Amazon Relational Database Service (Amazon RDS) for MySQL now supports the Group Replication plugin for active/active replication. You can use the plugin to set up active/active replication between your RDS for MySQL database instances to provide continuous availability for your applications. Writing to two or more database instances in an active/active cluster can help maximize availability and reduce write latency. Using the Group Replication plugin, you can configure active/active replication across up to nine Amazon RDS for MySQL instances. The Group Replication plugin is available on Amazon RDS for MySQL 8.0.35 and higher versions.
In this post, we discuss MySQL Group Replication, its use cases, configuration, application-level considerations, and significance in modern database management.

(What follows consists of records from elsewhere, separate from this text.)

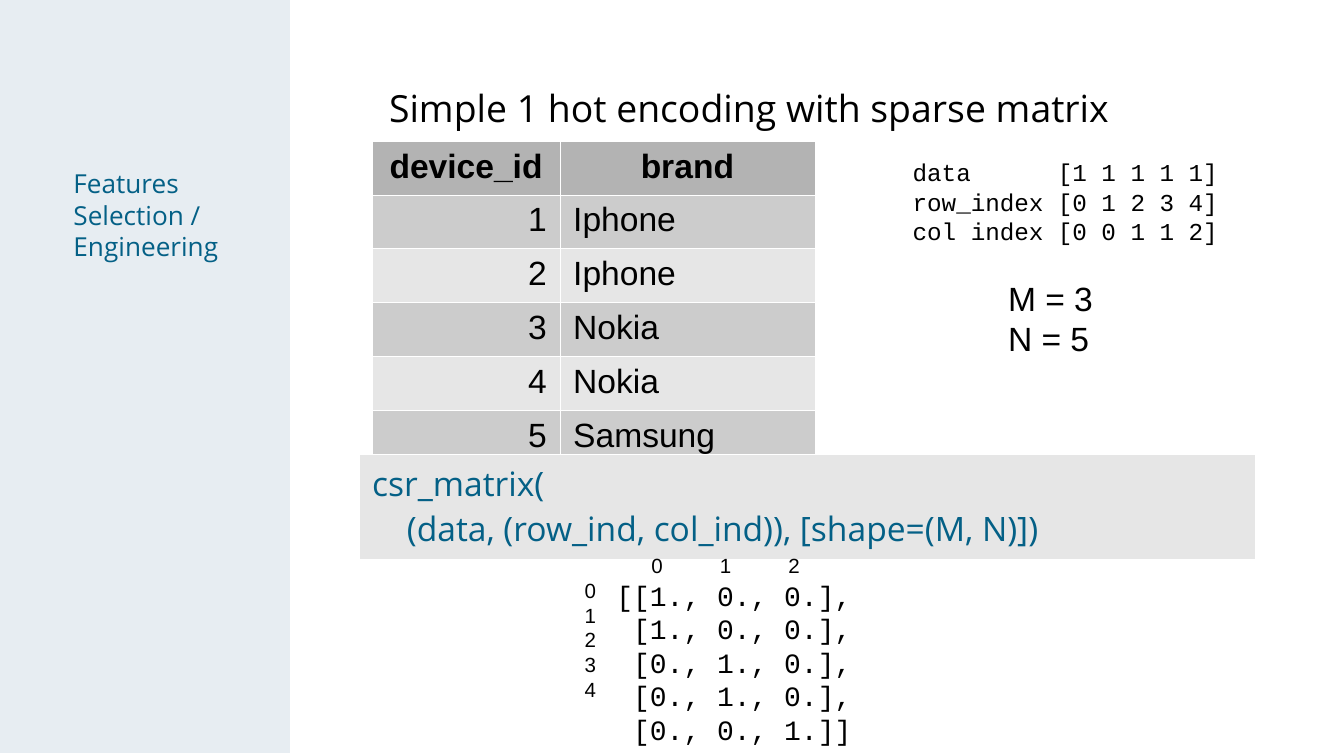
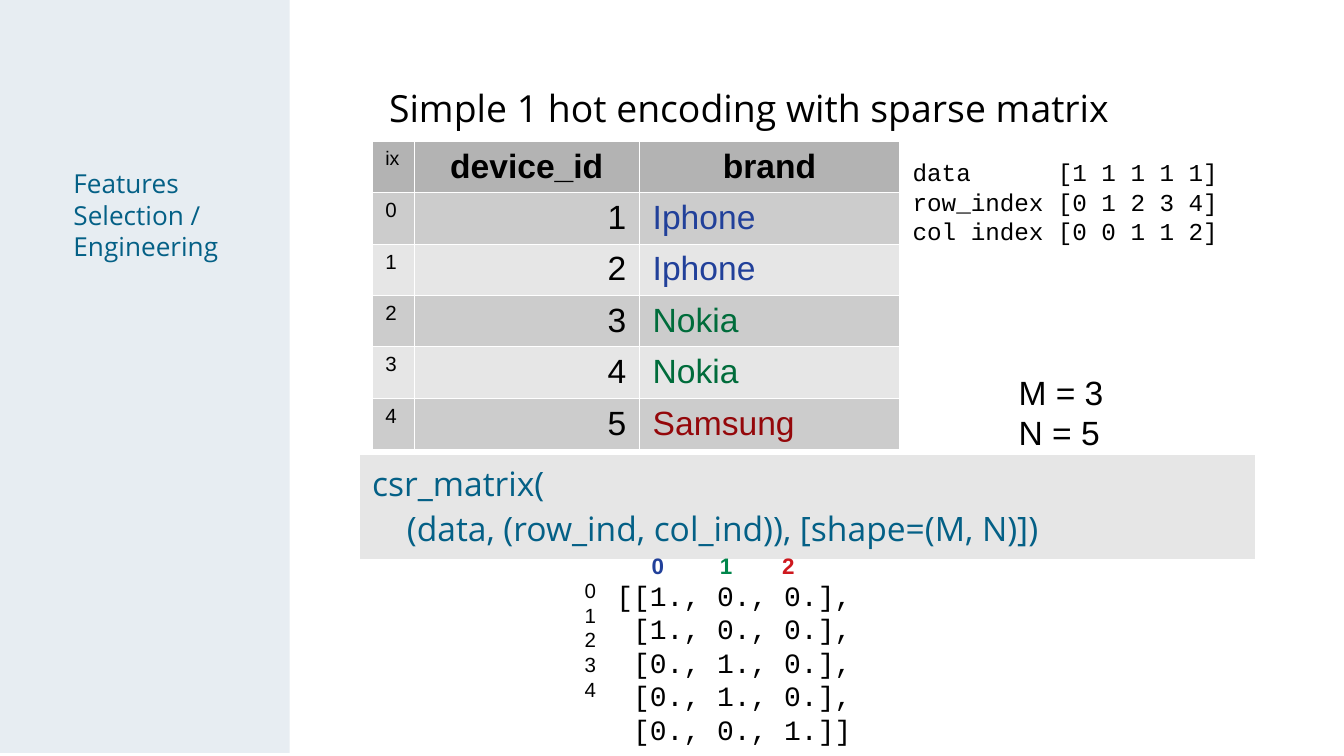
Before and after one commit to chechir/talking_data, a slide deck: slide 8 of brussels/deck_overview_detail.odp (slide 7 before the commit). Drawn at 1344x756 pixels with LibreOffice and Linux fonts; fonts in the diff are those of the drawing. Boxes give left, top, right and bottom in pixels: in the first picture for what was removed or moved away, otherwise in the second. Text is boxed around its words. In the diff, an @@ line names an element or a change of style, - is before the commit and + after.

```diff
--- a/brussels/deck_overview_detail.odp
+++ b/brussels/deck_overview_detail.odp
@@ table at <box>372,141,899,450</box> @@
+column 1: ix | 0 | 1 | 2 | 3 | 4
@@ table: place and size @@
-table at <box>372,141,816,457</box>
+table at <box>372,141,899,450</box>
@@ text "M = 3": place and size @@
-text "M = 3" at <box>1008,287,1093,352</box>
+text "M = 3" at <box>1019,381,1104,446</box>
@@ text "0 1 2" at <box>652,558,794,574</box>: size 11 to 12 pt, bold on; text colour #000000 to #21409A in "0"; text colour #000000 to #00864B in "1"; text colour #000000 to #CE181E in "2" @@
```
Also in this commit, not shown: 8 other slides changed, 2 slides added, 1 slide removed.

Introduction to Group Replication
The MySQL Group Replication plugin is a community plugin built on an implementation of the Paxos distributed algorithm and allows up to nine database (DB) instances to be configured in an active/active setup. For any transaction to commit, a majority of the DB instances in the ‘group’ must agree on the order of a given transaction in the global sequence of transactions.
An active/active cluster set up using the Group Replication plugin on RDS for MySQL instances uses group replication in the Multi-Primary mode. In a multi-primary mode, all instances that are a part of the cluster are set to read-write mode when joining the cluster. The multi-primary mode provides virtually synchronous replication, with built-in conflict detection/handling and consistency guarantees. If you configure Group Replication on an instance, but it is unable to join the cluster successfully, the instance is automatically set to read only mode. For more information, refer to Group Replication in the MySQL user guide.
The following image illustrates the Group Replication architecture:
Use cases for active/active replication using Group Replication plugin
In this section, we discuss some common use cases of active/active replication.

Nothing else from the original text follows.